– Федя, я нашла Андрюшину дискету с записью какого-то опыта. Все так странно. Реинкарнация и вообще…
Федор закинул ногу на ногу и мягко произнес:
– Леночка, я должен с тобой поговорить. Сегодня ты поедешь со мной. Ты ведь еще не была на моей новой квартире. Кстати, дай-ка дискету. Спасибо, перепишу и верну. Мужу ничего не говори.
– Я не люблю его, – выдавила сквозь слезы Лена. – Разведусь.
– О, какой у нас гость! – послышался голос Трошина. – Ты что ж не позвонил?
– До вас дозвонишься, как же, – весело воскликнул Божмеров.
– Дядя Боб! – бросилась она на шею входившему следом за отцом Бобу. – Ура, ура!
– Прямо с самолета к вам, – сказал тот. – На сей раз из Шри Ланки. Привез чемодан сувениров. А где Ира?
– Она с Иришкой в цирке, скоро уж появятся, – сказал Трошин. – Ну так давай отметим прибытие.

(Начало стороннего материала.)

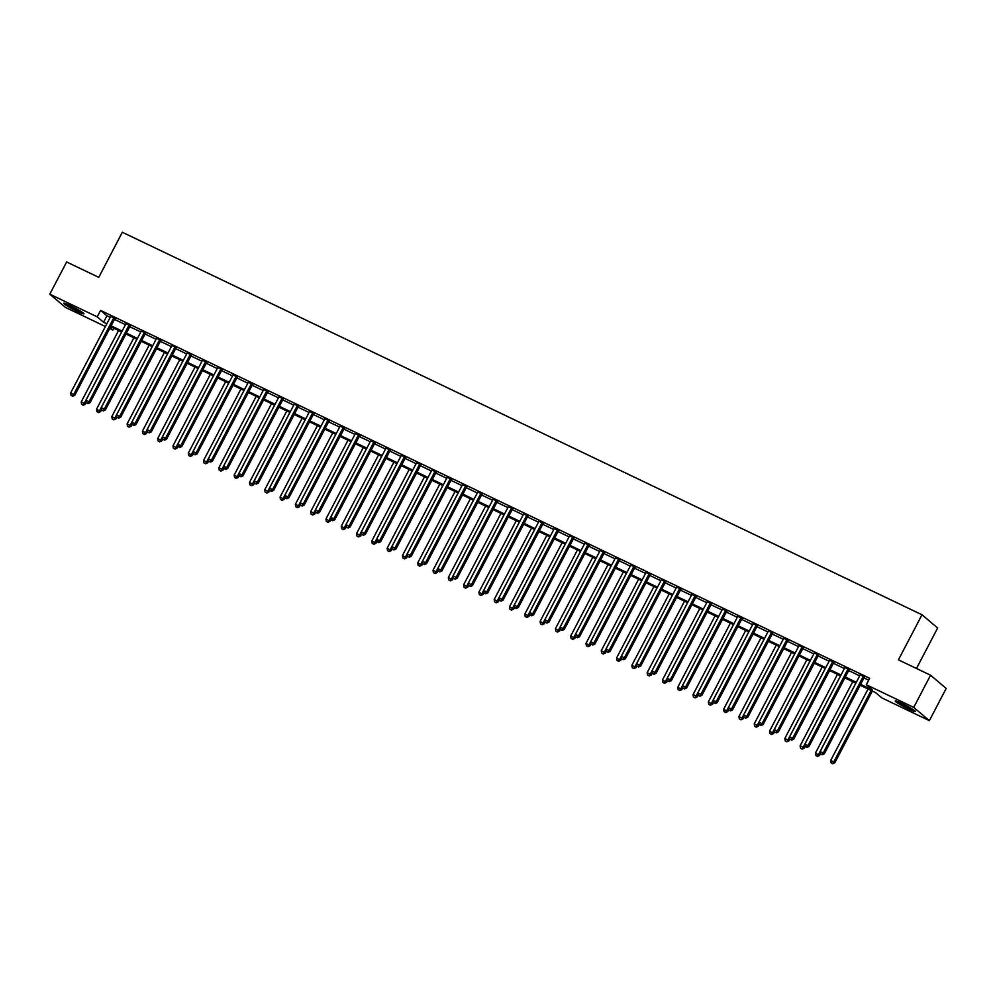 <?xml version="1.0" encoding="UTF-8"?>
<svg xmlns="http://www.w3.org/2000/svg" width="996" height="996" viewBox="0 0 996 996"><rect width="100%" height="100%" fill="white"/><g stroke="black" fill="none" stroke-linecap="round" stroke-linejoin="round"><path stroke-width="1.49" d="M70.542 305.76A11.379 1.021 27.6 0 1 83.925 313.827A11.379 1.021 27.6 0 1 77.14 311.337A11.379 1.021 27.6 0 1 63.744 303.282A11.379 1.021 27.6 0 1 70.542 305.76M902.027 703.487A11.379 1.021 27.6 0 1 915.411 711.542A11.379 1.021 27.6 0 1 908.626 709.065A11.379 1.021 27.6 0 1 895.242 700.997A11.379 1.021 27.6 0 1 902.027 703.487M916.482 668.478L937.647 627.99L921.997 614.769L122.321 232.255L98.753 277.349L66.632 261.973L49.8 294.181L97.222 316.865L103.559 322.231L106.821 323.787M921.997 614.769L898.429 659.85L930.55 675.213L946.2 688.435L929.368 720.643L881.946 697.959L875.609 692.606L860.146 685.211M113.843 328.232L112.859 330.087L109.672 328.568M105.389 326.514L65.45 307.415L49.8 294.181M860.606 684.339L872.645 690.091L866.296 684.738L869.67 678.288L100.584 310.416L106.933 315.782L110.183 317.338M114.465 319.392L125.484 324.659M129.766 326.713L140.785 331.979M145.055 334.021L156.073 339.287M160.356 341.342L171.374 346.608M175.645 348.662L186.663 353.929M190.946 355.97L201.964 361.237M206.247 363.291L217.265 368.557M221.535 370.612L232.554 375.878M236.836 377.92L247.855 383.186M252.125 385.24L263.143 390.507M267.426 392.561L278.444 397.827M282.727 399.869L293.745 405.135M298.016 407.19L309.034 412.456M313.317 414.51L324.335 419.777M328.605 421.818L339.624 427.085M343.906 429.139L354.925 434.405M359.207 436.46L370.226 441.726M374.496 443.768L385.514 449.047M389.797 451.088L400.815 456.355M405.086 458.409L416.104 463.675M420.387 465.717L431.405 470.996M435.688 473.038L446.706 478.304M450.976 480.358L461.995 485.625M466.277 487.667L477.296 492.945M481.566 494.987L492.584 500.253M496.867 502.308L507.885 507.574M512.168 509.616L523.174 514.895M527.457 516.936L538.475 522.203M542.758 524.257L553.776 529.523M558.046 531.565L569.065 536.844M573.347 538.886L584.366 544.152M588.648 546.206L599.654 551.473M603.937 553.515L614.955 558.793M619.238 560.835L630.256 566.101M634.527 568.156L645.545 573.422M649.828 575.464L660.846 580.743M665.129 582.785L676.135 588.051M680.417 590.105L691.436 595.371M695.718 597.413L706.737 602.692M711.007 604.734L722.025 610M726.308 612.054L737.326 617.321M741.597 619.363L752.615 624.641M756.898 626.683L767.916 631.95M772.199 634.004L783.217 639.27M787.487 641.312L798.506 646.591M802.788 648.633L813.807 653.899M818.077 655.953L829.095 661.22M833.378 663.261L844.396 668.54M848.679 670.582L859.697 675.848M863.968 677.903L868.699 680.156M864.628 677.006L860.158 674.865M849.327 669.686L844.857 667.557M834.038 662.377L829.556 660.236M818.737 655.057L814.267 652.915M803.436 647.736L798.966 645.607M788.147 640.428L783.678 638.287M772.846 633.107L768.377 630.966M757.558 625.787L753.076 623.658M742.257 618.479L737.787 616.337M726.956 611.158L722.486 609.017M711.667 603.837L707.197 601.709M696.366 596.529L691.896 594.388M681.077 589.209L676.608 587.067M665.776 581.888L661.307 579.759M650.475 574.58L646.006 572.439M635.187 567.259L630.717 565.118M619.885 559.939L615.416 557.81M604.597 552.631L600.127 550.489M589.296 545.31L584.826 543.169M573.995 537.989L569.525 535.86M558.706 530.681L554.237 528.54M543.405 523.361L538.936 521.219M528.117 516.04L523.647 513.911M512.816 508.732L508.346 506.591M497.527 501.411L493.045 499.27M482.226 494.091L477.756 491.962M466.925 486.783L462.455 484.641M451.636 479.462L447.167 477.321M436.335 472.141L431.866 470.012M421.047 464.833L416.565 462.692M405.745 457.513L401.276 455.371M390.444 450.192L385.975 448.063M375.156 442.884L370.686 440.742M359.855 435.563L355.385 433.422M344.566 428.243L340.084 426.114M329.265 420.935L324.796 418.793M313.964 413.614L309.495 411.473M298.676 406.293L294.206 404.164M283.374 398.985L278.905 396.844M268.086 391.665L263.604 389.523M252.785 384.344L248.315 382.215M237.484 377.036L233.014 374.894M222.195 369.715L217.726 367.574M206.894 362.395L202.425 360.266M191.606 355.086L187.124 352.945M176.304 347.766L171.835 345.624M161.003 340.445L156.534 338.316M145.715 333.137L141.245 330.996M130.414 325.817L125.944 323.675M115.125 318.496L110.643 316.367M930.55 675.213L913.718 707.409L929.368 720.643M100.584 310.416L97.222 316.865M866.296 684.738L913.718 707.409M111.104 325.829L122.122 331.095M126.392 333.15L137.411 338.416M141.693 340.47L152.712 345.737M156.982 347.778L168 353.045M172.283 355.099L183.301 360.365M187.584 362.42L198.602 367.686M202.873 369.728L213.891 374.994M218.174 377.048L229.192 382.315M233.462 384.369L244.481 389.635M248.763 391.677L259.782 396.943M264.065 398.998L275.083 404.264M279.353 406.318L290.371 411.585M294.654 413.626L305.672 418.893M309.943 420.947L320.961 426.213M325.244 428.268L336.262 433.534M340.545 435.576L351.551 440.842M355.833 442.896L366.852 448.163M371.135 450.217L382.153 455.483M386.423 457.525L397.441 462.791M401.724 464.846L412.742 470.112M417.025 472.166L428.031 477.433M432.314 479.474L443.332 484.741M447.615 486.795L458.633 492.061M462.903 494.116L473.922 499.382M478.205 501.424L489.223 506.69M493.506 508.744L504.511 514.011M508.794 516.065L519.812 521.331M524.095 523.373L535.113 528.639M539.384 530.694L550.402 535.96M554.685 538.014L565.703 543.281M569.973 545.322L580.992 550.601M585.275 552.643L596.293 557.909M600.576 559.964L611.594 565.23M615.864 567.272L626.882 572.551M631.165 574.592L642.183 579.859M646.454 581.913L657.472 587.179M661.755 589.221L672.773 594.5M677.056 596.542L688.074 601.808M692.345 603.862L703.363 609.129M707.646 611.171L718.664 616.449M722.934 618.491L733.952 623.757M738.235 625.812L749.253 631.078M753.536 633.12L764.555 638.399M768.825 640.44L779.843 645.707M784.126 647.761L795.144 653.027M799.415 655.069L810.433 660.348M814.716 662.39L825.734 667.656M830.017 669.71L841.035 674.977M845.305 677.019L856.323 682.297M110.095 327.746L112.859 330.087M855.875 683.156L844.857 677.89M837.474 674.367L800.137 745.78L803.199 747.249L840.537 675.823L829.556 670.569M822.173 667.046L784.836 738.472L787.898 739.928L825.236 668.503L814.267 663.261M809.985 661.207L798.966 655.941M794.683 653.899L783.665 648.62M779.395 646.578L768.377 641.312M764.094 639.258L753.076 633.991M748.793 631.95L737.787 626.671M730.404 623.147L693.067 694.573L696.117 696.03L733.467 624.604L722.486 619.363M718.203 617.308L707.185 612.042M702.915 610L691.896 604.721M687.614 602.68L676.595 597.413M669.212 593.877L631.875 665.303L634.938 666.772L672.275 595.347L661.307 590.093M657.024 588.051L646.006 582.772M641.723 580.73L630.705 575.464M626.434 573.41L615.416 568.143M608.033 564.62L570.696 636.033L573.758 637.502L611.096 566.077L600.115 560.823M595.845 558.781L584.826 553.515M580.544 551.46L569.525 546.194M562.142 542.671L524.805 614.084L527.868 615.553L565.205 544.127L554.224 538.873M549.954 536.832L538.936 531.565M534.653 529.511L523.635 524.245M519.364 522.203L508.346 516.924M500.963 513.401L463.626 584.826L466.676 586.283L504.026 514.857L493.045 509.616M488.762 507.562L477.744 502.295M473.474 500.253L462.455 494.975M458.172 492.933L447.154 487.667M442.884 485.612L431.866 480.346M427.583 478.304L416.565 473.025M412.282 470.984L401.264 465.717M393.893 462.181L356.556 533.607L359.606 535.064L396.943 463.65L385.975 458.397M381.692 456.355L370.674 451.076M366.404 449.034L355.385 443.768M348.002 440.232L310.665 511.658L313.715 513.114L351.065 441.701L340.084 436.447M332.701 432.924L295.364 504.337L298.427 505.806L335.764 434.38L324.783 429.127M320.513 427.085L309.495 421.818M305.212 419.764L294.194 414.498M289.923 412.456L278.905 407.177M274.622 405.135L263.604 399.869M259.321 397.815L248.303 392.549M244.032 390.507L233.014 385.228M228.731 383.186L217.713 377.92M213.443 375.865L202.425 370.599M198.142 368.557L187.124 363.279M179.741 359.755L142.403 431.181L145.466 432.638L182.803 361.212L171.822 355.97M167.552 353.916L156.534 348.65M152.251 346.608L141.233 341.329M136.962 339.287L125.944 334.021M118.561 330.485L81.224 401.911L84.287 403.368L121.624 331.954L110.643 326.7M106.933 315.782L103.559 322.231M863.569 676.11L863.42 676.247A1.457 1.345 -49.8 0 0 863.084 676.682L823.219 752.939L820.156 751.482L860.021 675.226A1.457 1.345 -49.8 0 0 860.183 674.703L860.208 674.504M864.902 676.757L864.478 677.143A1.457 1.345 -49.8 0 0 864.142 677.579L824.277 753.835L823.219 752.939L821.737 754.445L820.517 753.86L821.737 754.445M822.161 754.806L824.277 753.835M820.156 751.482L820.517 753.86M868.064 688.995L830.726 760.421L834.847 762.774L872.347 691.037M832.307 763.384L831.087 762.799L832.731 763.745L833.789 761.878L871.127 690.452M831.087 762.799L830.726 760.421M834.847 762.774L832.731 763.745M848.268 668.802L848.119 668.926A1.457 1.345 -49.8 0 0 847.783 669.374L807.918 745.63L804.855 744.161L844.72 667.905A1.457 1.345 -49.8 0 0 844.894 667.382L844.907 667.183M849.613 669.437L849.177 669.822A1.457 1.345 -49.8 0 0 848.841 670.258L808.976 746.514L807.918 745.63L806.436 747.125L805.216 746.539L806.436 747.125M806.86 747.486L808.976 746.514M804.855 744.161L805.216 746.539M832.98 661.481L832.83 661.618A1.457 1.345 -49.8 0 0 832.494 662.054L792.617 738.31L789.567 736.841L829.431 660.585A1.457 1.345 -49.8 0 0 829.593 660.062L829.618 659.875M834.312 662.116L833.889 662.502A1.457 1.345 -49.8 0 0 833.54 662.95L793.675 739.206L792.617 738.31L791.148 739.816L789.928 739.231L791.148 739.816M791.571 740.165L793.675 739.206M789.567 736.841L789.928 739.231M817.679 654.16L817.529 654.297A1.457 1.345 -49.8 0 0 817.193 654.733L777.328 730.989L774.266 729.533L814.13 653.276A1.457 1.345 -49.8 0 0 814.292 652.754L814.317 652.554M819.023 654.808L818.588 655.194A1.457 1.345 -49.8 0 0 818.251 655.629L778.386 731.886L777.328 730.989L775.847 732.496L774.627 731.911L775.847 732.496M776.27 732.857L778.386 731.886M774.266 729.533L774.627 731.911M852.775 681.675L815.425 753.101L819.546 755.454L820.48 753.661M817.019 756.064L815.786 755.478L817.442 756.425L818.488 754.57L855.825 683.144M815.786 755.478L815.425 753.101M819.546 755.454L817.442 756.425M801.718 748.755L800.498 748.17L802.141 749.104L803.199 747.249L804.245 748.145L805.191 746.353M800.498 748.17L800.137 745.78M804.245 748.145L802.141 749.104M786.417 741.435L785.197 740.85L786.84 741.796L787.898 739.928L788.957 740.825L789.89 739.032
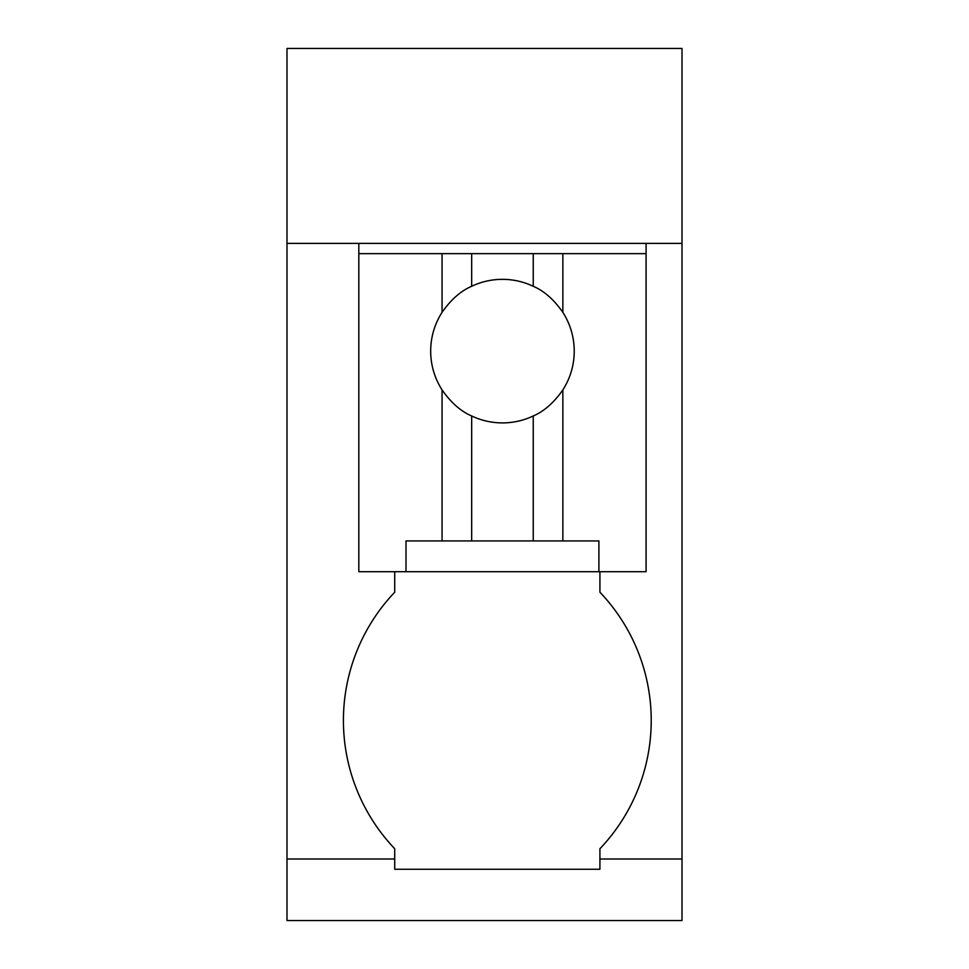<?xml version="1.0" encoding="UTF-8"?>
<svg xmlns="http://www.w3.org/2000/svg" width="969" height="969" viewBox="0 0 969 969"><rect width="100%" height="100%" fill="white"/><g stroke="black" fill="none" stroke-linecap="round" stroke-linejoin="round"><path stroke-width="1.45" d="M286.994 243.389L682.006 243.389L682.006 48.45L286.994 48.45L286.994 858.994L394.722 858.994L394.722 848.735A185.963 185.963 0 0 1 394.722 592.229L394.722 571.71M682.006 243.389L682.006 920.55L286.994 920.55L286.994 858.994M646.093 243.389L646.093 253.648L562.856 253.648L562.856 312.345C553.905 299.566 544.033 290.882 533.241 286.279A71.779 71.779 0 0 0 471.673 286.279C460.869 290.882 450.997 299.566 442.058 312.345A71.779 71.779 0 0 0 442.058 389.901L442.058 540.932L406.011 540.932L406.011 571.71L358.821 571.71L358.821 243.389M599.92 571.71L599.92 592.229A185.963 185.963 0 0 1 599.92 848.735L599.92 858.994L682.006 858.994M394.722 858.994L394.722 869.254L599.92 869.254L599.92 858.994M562.856 253.648L358.821 253.648M442.058 253.648L442.058 312.345M471.673 253.648L471.673 286.279M533.241 253.648L533.241 286.279M562.856 312.345A71.779 71.779 0 0 1 562.856 389.901L562.856 540.932L442.058 540.932M646.093 253.648L646.093 571.71L598.903 571.71L598.903 540.932L562.856 540.932M406.011 571.71L598.903 571.71M562.856 389.901C553.905 402.68 544.033 411.365 533.241 415.967L533.241 540.932M442.058 389.901C451.009 402.68 460.881 411.365 471.673 415.967A71.779 71.779 0 0 0 533.241 415.967M471.673 415.967L471.673 540.932"/></g></svg>

– Привет, – Божмеров протянул руку Туркину. – Как там Матросская Тишина поживает, есть весточки из нашей родной камеры?
Глава 31
“…Я впервые вблизи увидел дочь полковника – Авдотью. Выйдя прогуляться перед сном, я застал ее на пруду за весьма странным занятьем: девочка с кем-то разговаривала, хотя вокруг не было никого. Потом я понял: разговаривала с лебедем, спокойно плавающим посреди пруда. Приняв сей факт за одну из причуд восторженной юности, я подошел к ней и сказал что-то вроде: “Ну и красота! Прямо сказка! Те, кто хотел бы понять язык птиц и зверей, со мною согласятся”.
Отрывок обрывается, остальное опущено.